WHAT TO DO
For this exercise, retype every record below exactly and keep the pictures out.
═══ DATA TO USE
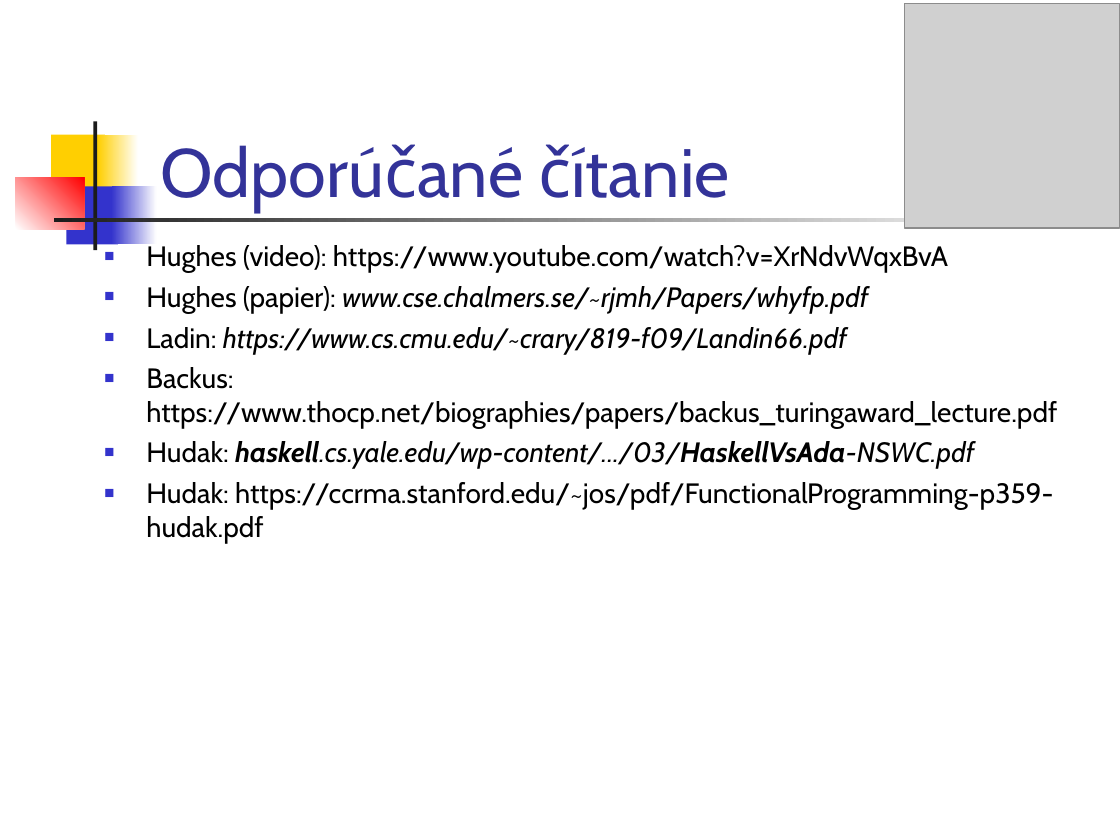
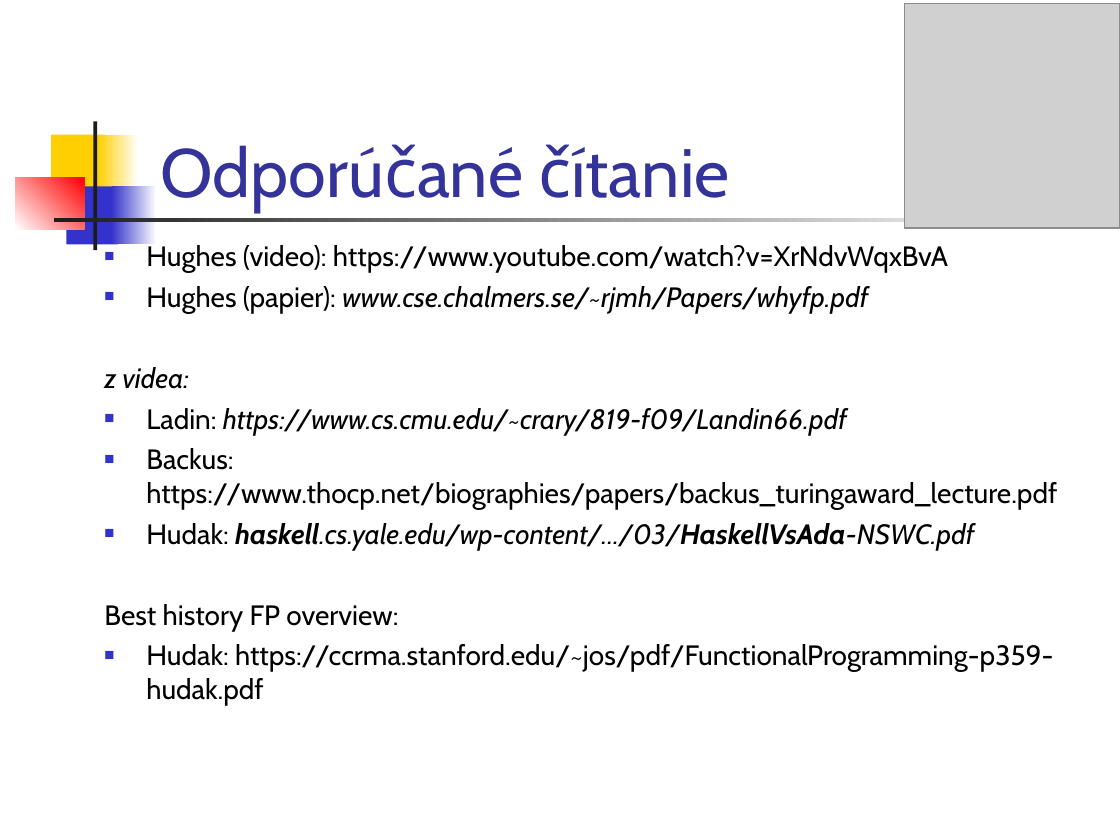
Before and after one commit to Funkcionalne/Prednasky, a slide deck: slide 15 of 01/01_fpro.ppt. Drawn at 1120x840 pixels with LibreOffice and Linux fonts; fonts in the diff are those of the drawing; grey boxes stand for pictures. Boxes give left, top, right and bottom in pixels: in the first picture for what was removed or moved away, otherwise in the second. Text is boxed around its words. In the diff, an @@ line names an element or a change of style, - is before the commit and + after.

```diff
--- a/01/01_fpro.ppt
+++ b/01/01_fpro.ppt
@@ text at [104,367,190,389]: paragraph added @@
+z videa:
@@ text at [104,604,398,631]: paragraph added @@
+Best history FP overview:
```
Also in this commit, not shown: 3 other slides changed, 1 other file.
══════
EXPECTED OUTPUT
Before and after one commit to Funkcionalne/Prednasky, a slide deck: slide 15 of 01/01_fpro.ppt. Drawn at 1120x840 pixels with LibreOffice and Linux fonts; fonts in the diff are those of the drawing; grey boxes stand for pictures. Boxes give left, top, right and bottom in pixels: in the first picture for what was removed or moved away, otherwise in the second. Text is boxed around its words. In the diff, an @@ line names an element or a change of style, - is before the commit and + after.

```diff
--- a/01/01_fpro.ppt
+++ b/01/01_fpro.ppt
@@ text at [104,367,190,389]: paragraph added @@
+z videa:
@@ text at [104,604,398,631]: paragraph added @@
+Best history FP overview:
```
Also in this commit, not shown: 3 other slides changed, 1 other file.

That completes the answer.